Dan: and probably going out for dinner afterwards to not die x___x

Cas: What we do have to do though is dial back the sprint contents to be more realistic taking into account school etc

I did a crap little robot btw

G101.vox

Not textured

And only one vox

Dan: Textured meaning...?

Cas: Well coloured

It's just grey

Dan: There would be small discrepancies in performance in that case as it doesn't need to sample a texture

but it should be minimal.

Cas: Well I will colour it a bit then

Really I need to separate the legs into a separate model

That'll be more representative

Dan: You may want to use some kind of special marker palette index to act as a face hider

So the top of the robot's leg section doesn't get faces that are never visible.

Get what I meaN?

Cas: Well... Yes. But hard with voxels

More trouble than worth.....

Also we blow the tops off sometimes and just leave smoking boots

Or have wreckages lying around

Dan: If we can save a decent chunk of triangles by doing it it could be the difference between the game running well and not .

Cas: For the small number of models on screen it's not worth it

Dan: Anyway one test model is good enough for future purposes.

Cas: Yup

I'll separate the legs

Dan: Gonna fire it up and check out the model real quick

It's not committed?

Cas: It's in the trunk branch

Dan: gah

Cas: Silly me

Dan: ... can you send it to me? x___x

I gotta get back to sadder and less fun stuff soon..

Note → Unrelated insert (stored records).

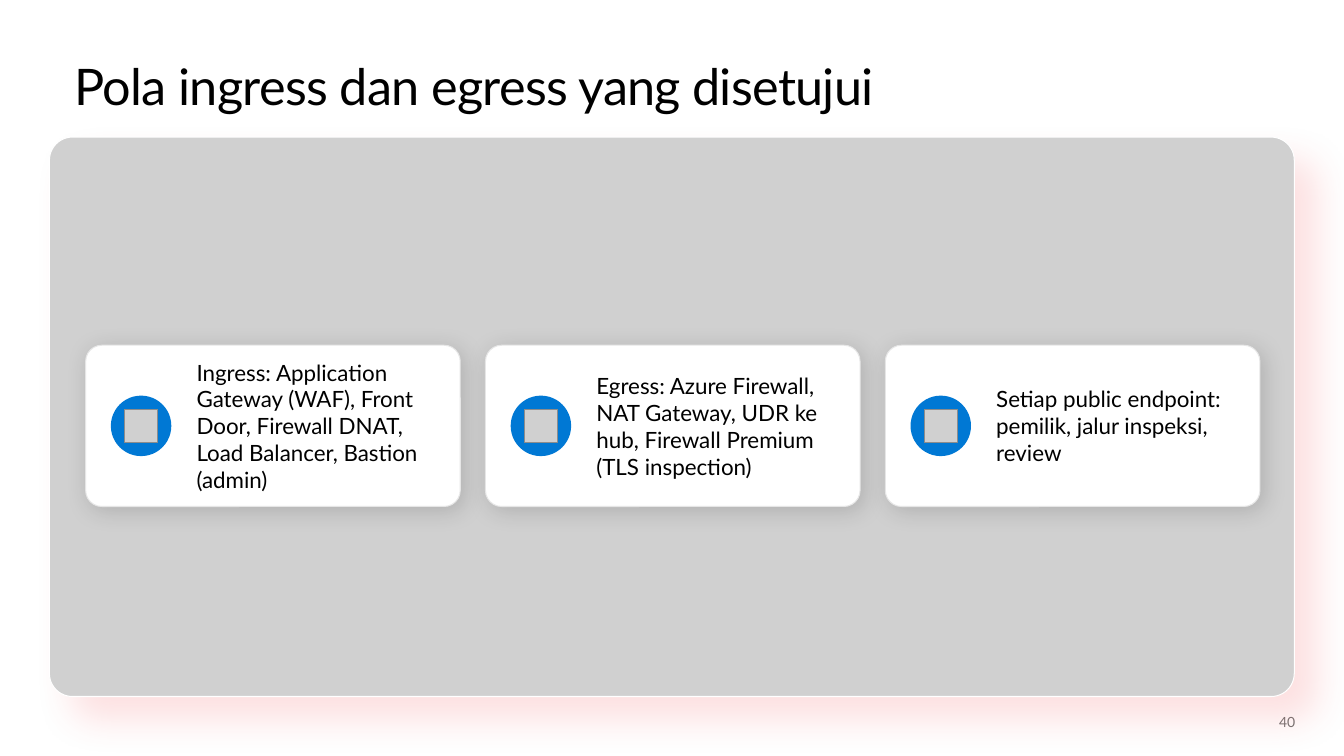
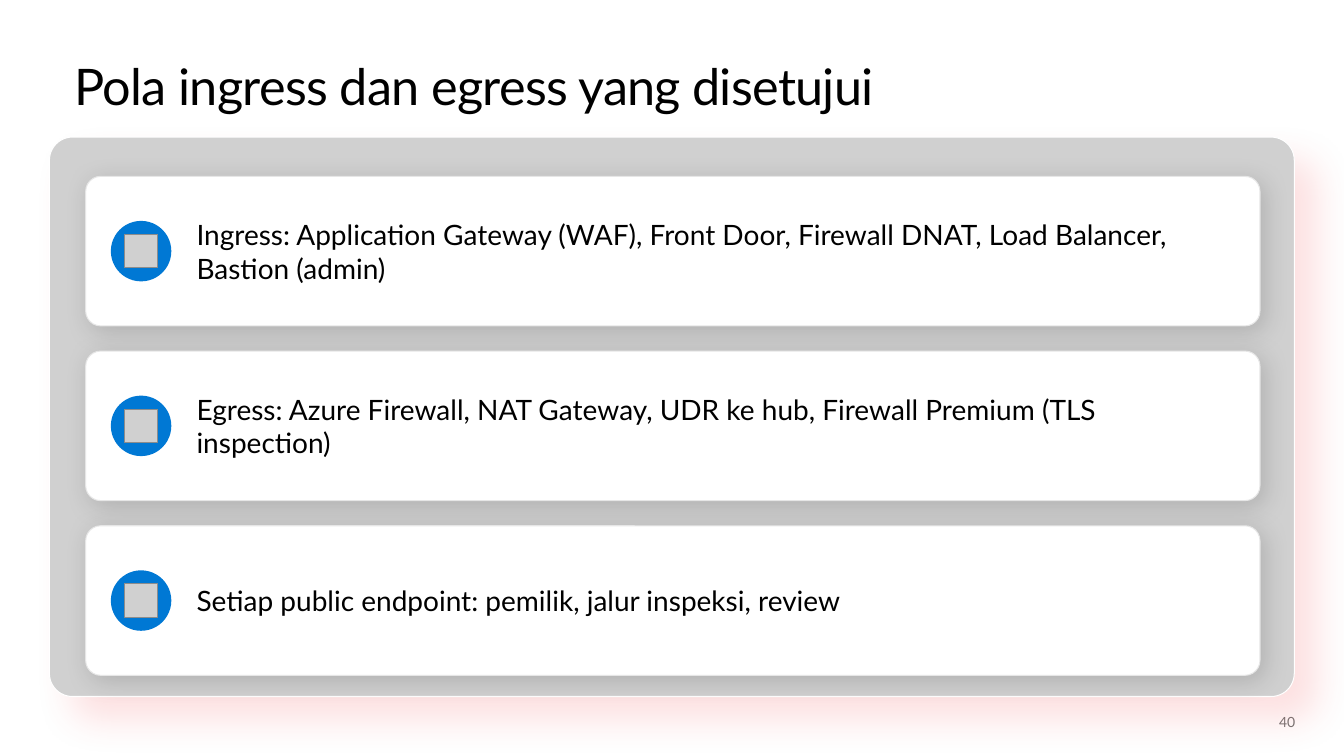
Before and after one commit to medisa-aris/azure-landing-zone-training, a slide deck: slide 40 of slides/pptx/slide_day03_identity-and-network.pptx. Drawn at 1344x756 pixels with LibreOffice and Linux fonts; fonts in the diff are those of the drawing; grey boxes stand for pictures; background and template pictures are left out. Boxes give left, top, right and bottom in pixels: in the first picture for what was removed or moved away, otherwise in the second. Text is boxed around its words. In the diff, an @@ line names an element or a change of style, - is before the commit and + after.

```diff
--- a/slides/pptx/slide_day03_identity-and-network.pptx
+++ b/slides/pptx/slide_day03_identity-and-network.pptx
@@ rounded rectangle added at (86,176,1260,326), fill #FFFFFF, outline #E6E6E6 0.75 pt @@
@@ text "Ingress: Application Gateway (WAF), Front ...": place and size @@
-text "Ingress: Application Gateway (WAF), Front ..." at (197,364,418,491)
+text "Ingress: Application Gateway (WAF), Front ..." at (197,223,1166,283)
@@ ellipse: place and size @@
-ellipse at (910,395,971,456)
+ellipse at (111,221,171,281)
@@ picture: place and size @@
-picture at (524,409,558,443)
+picture at (125,235,158,268)
@@ rounded rectangle: place and size @@
-rounded rectangle at (486,345,861,506)
+rounded rectangle at (86,351,1260,500)
@@ rounded rectangle removed at (86,345,461,506) @@
@@ rounded rectangle removed at (885,345,1260,506) @@
@@ text "Egress: Azure Firewall, NAT Gateway, ...": place and size @@
-text "Egress: Azure Firewall, NAT Gateway, ..." at (596,377,818,479)
+text "Egress: Azure Firewall, NAT Gateway, ..." at (197,398,1096,458)
@@ rounded rectangle added at (86,526,1260,676), fill #FFFFFF, outline #E6E6E6 0.75 pt @@
@@ size 16 to 20 pt in 3 elements at (197,398,1096,458), (197,223,1166,283), (197,590,840,616) @@
@@ text "Setiap public endpoint: pemilik, jalur ...": place and size @@
-text "Setiap public endpoint: pemilik, jalur ..." at (996,390,1221,461)
+text "Setiap public endpoint: pemilik, jalur ..." at (197,590,840,616)
@@ ellipse: place and size @@
-ellipse at (511,395,572,456)
+ellipse at (111,571,171,631)
@@ picture: place and size @@
-picture at (925,409,958,443)
+picture at (125,584,158,617)
```
Also in this commit, not shown: 8 other slides changed, 5 other files.
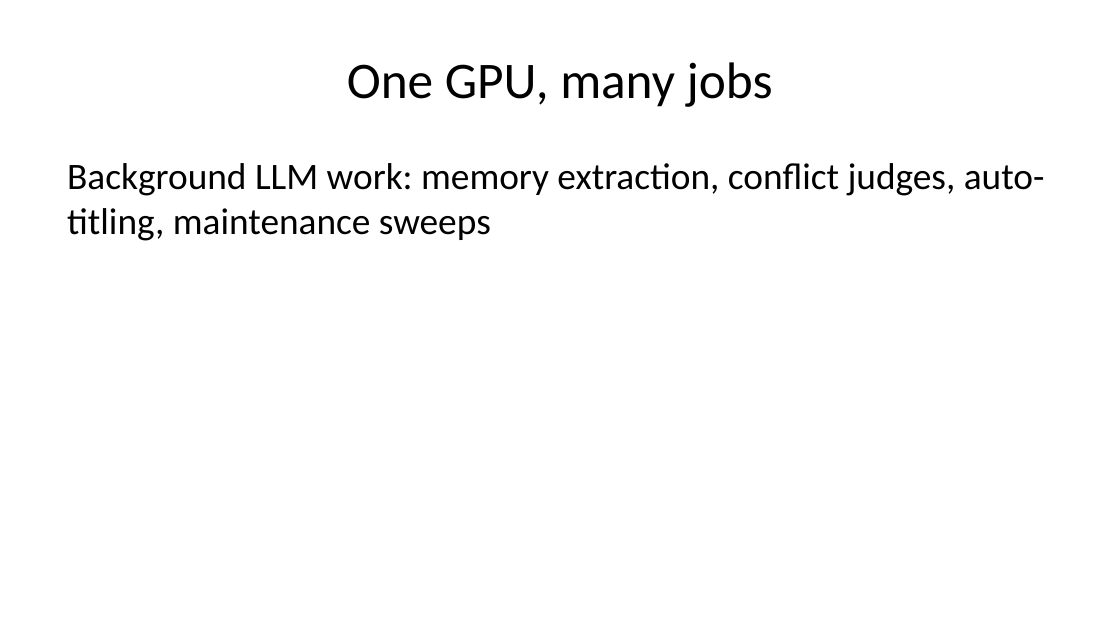
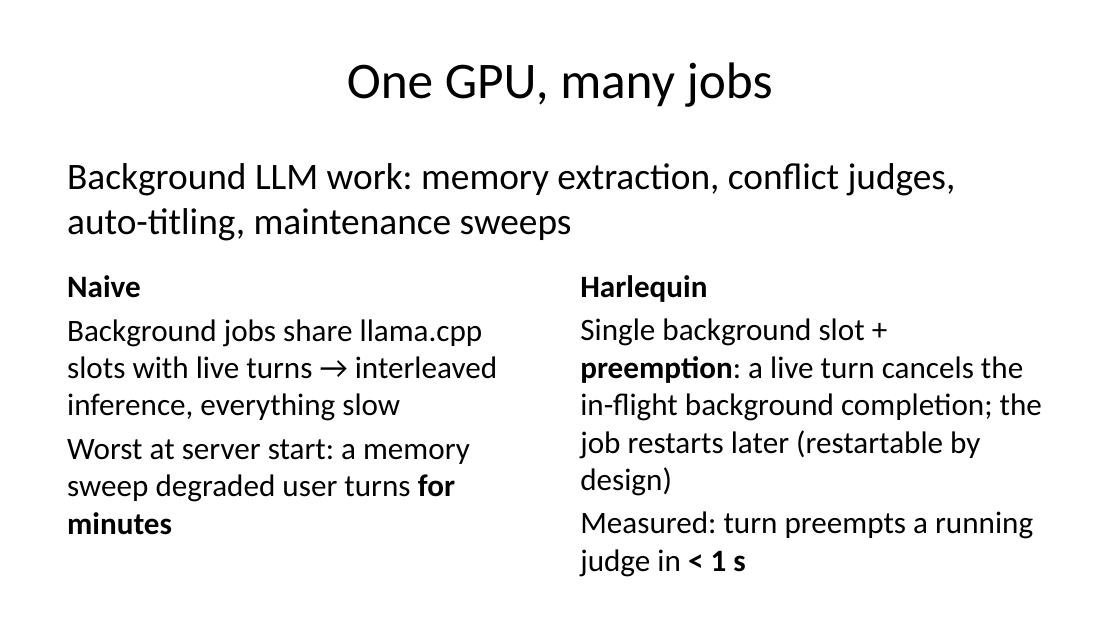
Before and after one commit to ivoras/harlequin, a slide deck: slide 11 of docs/croai2026/slides-pptx.pptx. Drawn at 1120x630 pixels with LibreOffice and Linux fonts; fonts in the diff are those of the drawing. Boxes give left, top, right and bottom in pixels: in the first picture for what was removed or moved away, otherwise in the second. Text is boxed around its words. In the diff, an @@ line names an element or a change of style, - is before the commit and + after.

```diff
--- a/docs/croai2026/slides-pptx.pptx
+++ b/docs/croai2026/slides-pptx.pptx
@@ text "Background LLM work: memory extraction, ..." rewrapped from bbox=[67, 163, 1045, 241] to bbox=[67, 163, 956, 241] @@
@@ text added at bbox=[67, 275, 497, 535], 20 pt, text #000000 @@
+Naive
+Background jobs share llama.cpp slots with live turns → interleaved inference, everything slow
+Worst at server start: a memory sweep degraded user turns for minutes
@@ text added at bbox=[580, 275, 1042, 577], 20 pt, text #000000 @@
+Harlequin
+Single background slot + preemption: a live turn cancels the in-flight background completion; the job restarts later (restartable by design)
+Measured: turn preempts a running judge in < 1 s
```
Also in this commit, not shown: 1 other slide changed, 1 slide removed.
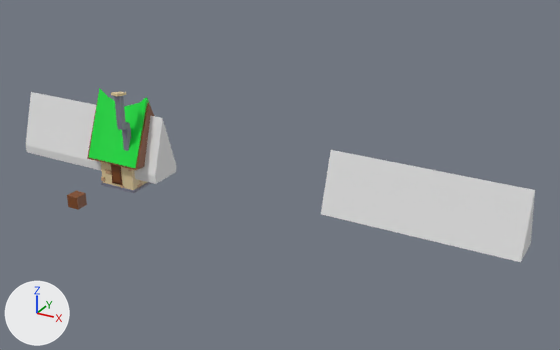
What one commit did to the FBX model Models/Buildings/Houses/HouseGreen.fbx.
Rendered twice from a camera (50 mm lens) standing at (24.5, -28.5, 16.4) and looking at (8.7, 0.3, 2.0). The axes (+X, +Y, +Z) are drawn at lower left. The lights are the same throughout. Where no turn or scale is listed for an object, it has been applied to the vertices.

Script lines for the objects in view, before the commit:
```python
me_cube_010 = bpy.data.meshes.new('Cube.010')
me_cube_010.from_pydata(...)  # 68 vertices, 64 faces; spans x -1.95..0.26, y -1.59..0.04, z -1.62..0.45
me_cube_010.materials.append(mat_wood_001)  # brown #804921
me_cylinder = bpy.data.meshes.new('Cylinder')
me_cylinder.from_pydata(...)  # 37 vertices, 28 faces; spans x -1.48..1.48, y -1.31..1.34, z 1.44..4.76
me_cylinder.materials.append(mat_red)  # green #00e13c
me_cylinder_001 = bpy.data.meshes.new('Cylinder.001')
me_cylinder_001.from_pydata(...)  # 16 vertices, 14 faces; spans x -4.3..22.0, y -0.9..0.9, z -1.3..1.9
me_cylinder_004 = bpy.data.meshes.new('Cylinder.004')
me_cylinder_004.from_pydata(...)  # 51 vertices, 30 faces; spans x -1.57..1.57, y -1.32..1.35, z 1.36..4.5
me_cylinder_004.materials.append(mat_wood)  # brown #804921
ob_divider = bpy.data.objects.new('divider', me_cylinder_001)
ob_divider.location = (-2.05, 0.04, 1.96)
ob_divwindow_001 = bpy.data.objects.new('divWindow.001', me_cube_010)
ob_divwindow_001.location = (-0.01, -1.03, 0.76)
ob_roof = bpy.data.objects.new('Roof', me_cylinder)
ob_roof.location = (0.0, 0.0, 0.0)
ob_underlayer = bpy.data.objects.new('UnderLayer', me_cylinder_004)
ob_underlayer.location = (0.0, 0.0, 0.0)
# also in view: 'Pole' at (0.7, -1.0, 3.6); 'Base' at (0.0, 0.0, 1.9)
```
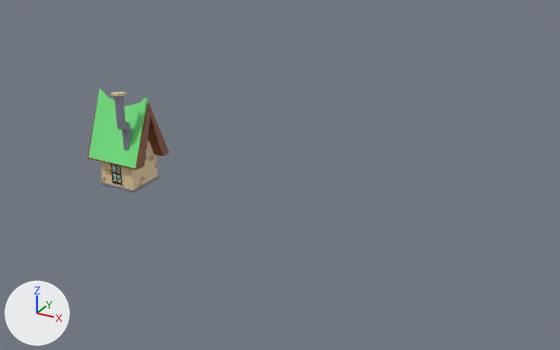
Commit message: fixed houses?

What differs and where, as boxes (x1, y1, x2, y2) in the pictures (560 x 350 px):
'divider', deleted
    before: (26, 92, 535, 262)
'Roof', recoloured
    both: (89, 88, 150, 168)
'divWindow.001', deleted
    before: (67, 165, 121, 210)

The edits, one by one:
Material 'Green' (mat_green) is new.
Its base color is (0.177, 0.801, 0.221) (green #75e781).
me_cylinder has 37 vertices, 28 faces and spans x -1.48..1.48, y -1.31..1.34, z 1.44..4.76.
me_cylinder no longer uses material mat_red (green #00e13c).
me_cylinder now uses material mat_green (green #75e781).
Object 'divWindow.001' (ob_divwindow_001) is deleted.
Object 'divider' (ob_divider) is deleted.
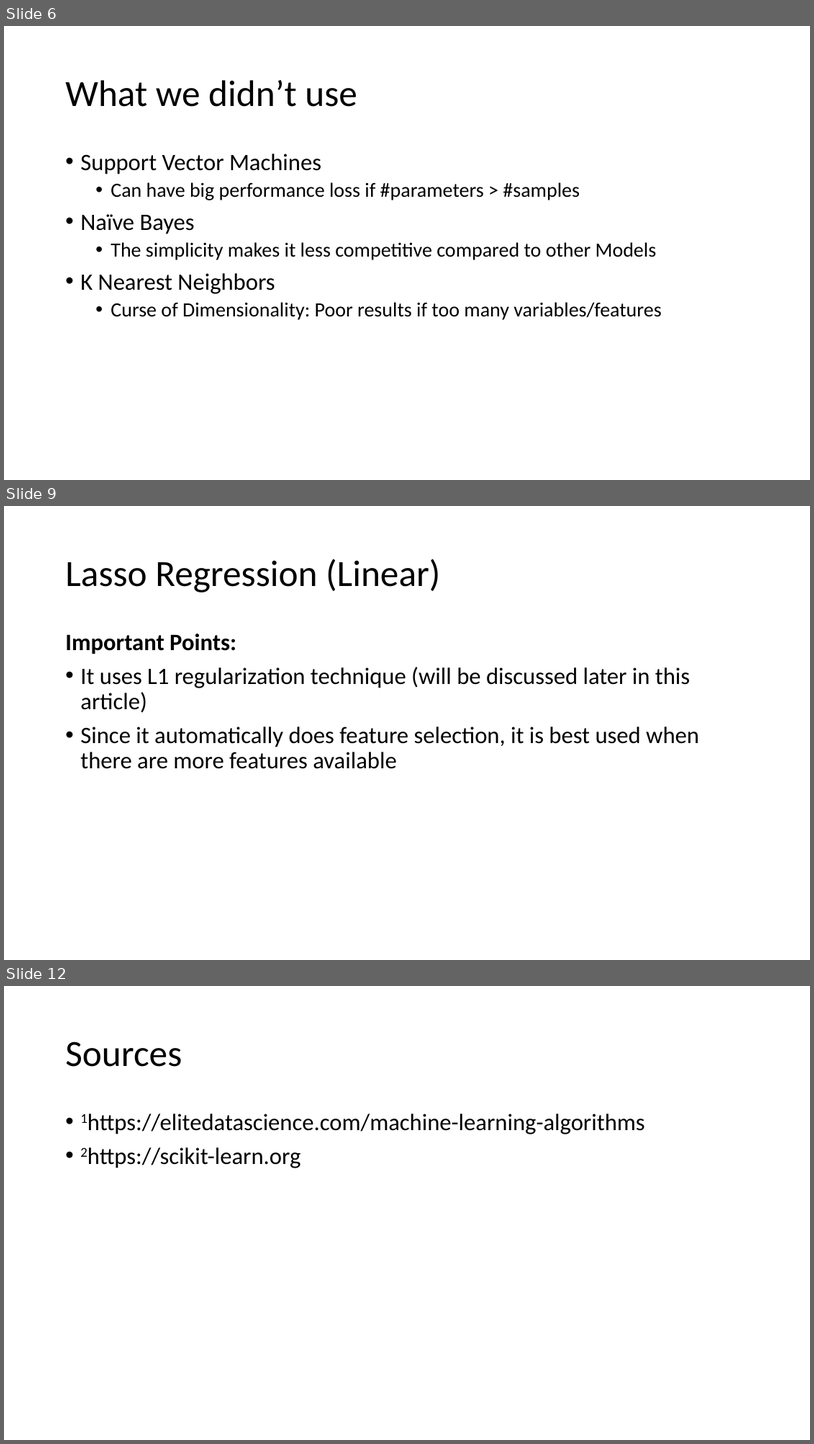
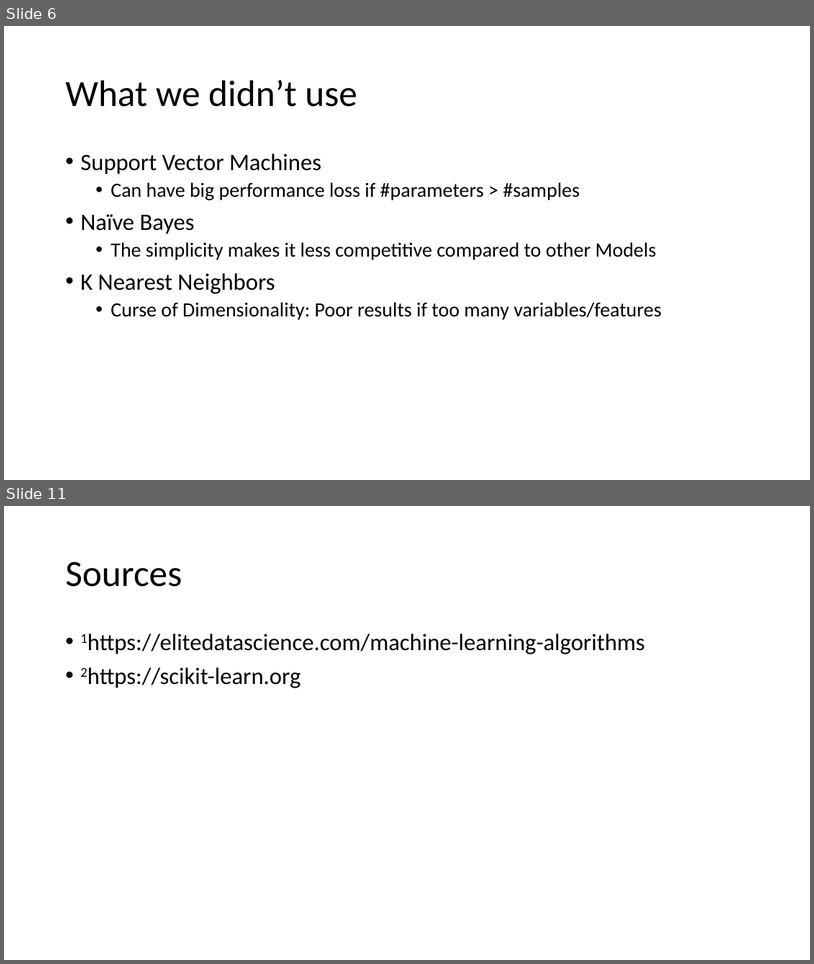
Before and after one commit to suong4554/Machine-Learning-Poly-U, a slide deck: Presentation.pptx. Shown one above the other, each under a label of ours: slides 6, 9 and 12 before the commit, slides 6 and 11 after it; the slides between them are not shown. The pictures are 814x1444 and 814x964 pixels, drawn with LibreOffice and Linux fonts; fonts in the diff are those of the drawing. Boxes give left, top, right and bottom in pixels: in the first picture for what was removed or moved away, otherwise in the second. Text is boxed around its words. In the diff, an @@ line names an element or a change of style, - is before the commit and + after.

```diff
--- a/Presentation.pptx
+++ b/Presentation.pptx
@@ slide 9 removed at box(4, 506, 810, 960), background #FFFFFF @@
@@ title removed at box(65, 559, 440, 592) @@
-Lasso Regression (Linear)
@@ text removed at box(65, 633, 700, 769) @@
-Important Points:
-• It uses L1 regularization technique (will be discussed later in this article)
-• Since it automatically does feature selection, it is best used when there are more features available
@@ what was slide 12 is now slide 11 @@
```
Also in this commit, not shown: 2 slides changed, 3 slides added, 3 other slides removed, 7 other files.

Cas: Yeah in a bit you go do school stuff first fun stuff later

Dan: OK see you sunday evening lol

Cas: Heh

Dan: I'm waiting for a response from someone so I got a moment to spare

Cas: Ok sec

https://cdn.discordapp.com/attachments/380372019251773444/388420012559302657/g101.vox

chop that in 2

as in separate the legs into a separate model

that's how 90% of the robots will be in the real game

some will be bigger

some made of more bits some less

Dan: It's much simpler than I expected tbh

Like smaller

Cas: told you 16x16 base for rank-and-file robots. Small.

if we were using 32x32 voxel tiles they'd be bigger

but the map would be 1/4 the area

Dan: If you export that as .obj what's the triangle count?

Cas: having to download and install Blender just to find out...

Dan: oh blender can do it?

Cas: probably

Dan: testing myself...

240 tris

but the triangulization they're doing is better than mine

Cas: even with 2000 of them on screen then thats only 480k

Dan: It'd probably be 300-350 for mine.

that's almost a million tris

well 600-700k

Cas: aye but thats a) the biggest battle the system allows and b) more robots than can fit on the screen even at max zoom out

Dan: Remember we got shadow maps to render too.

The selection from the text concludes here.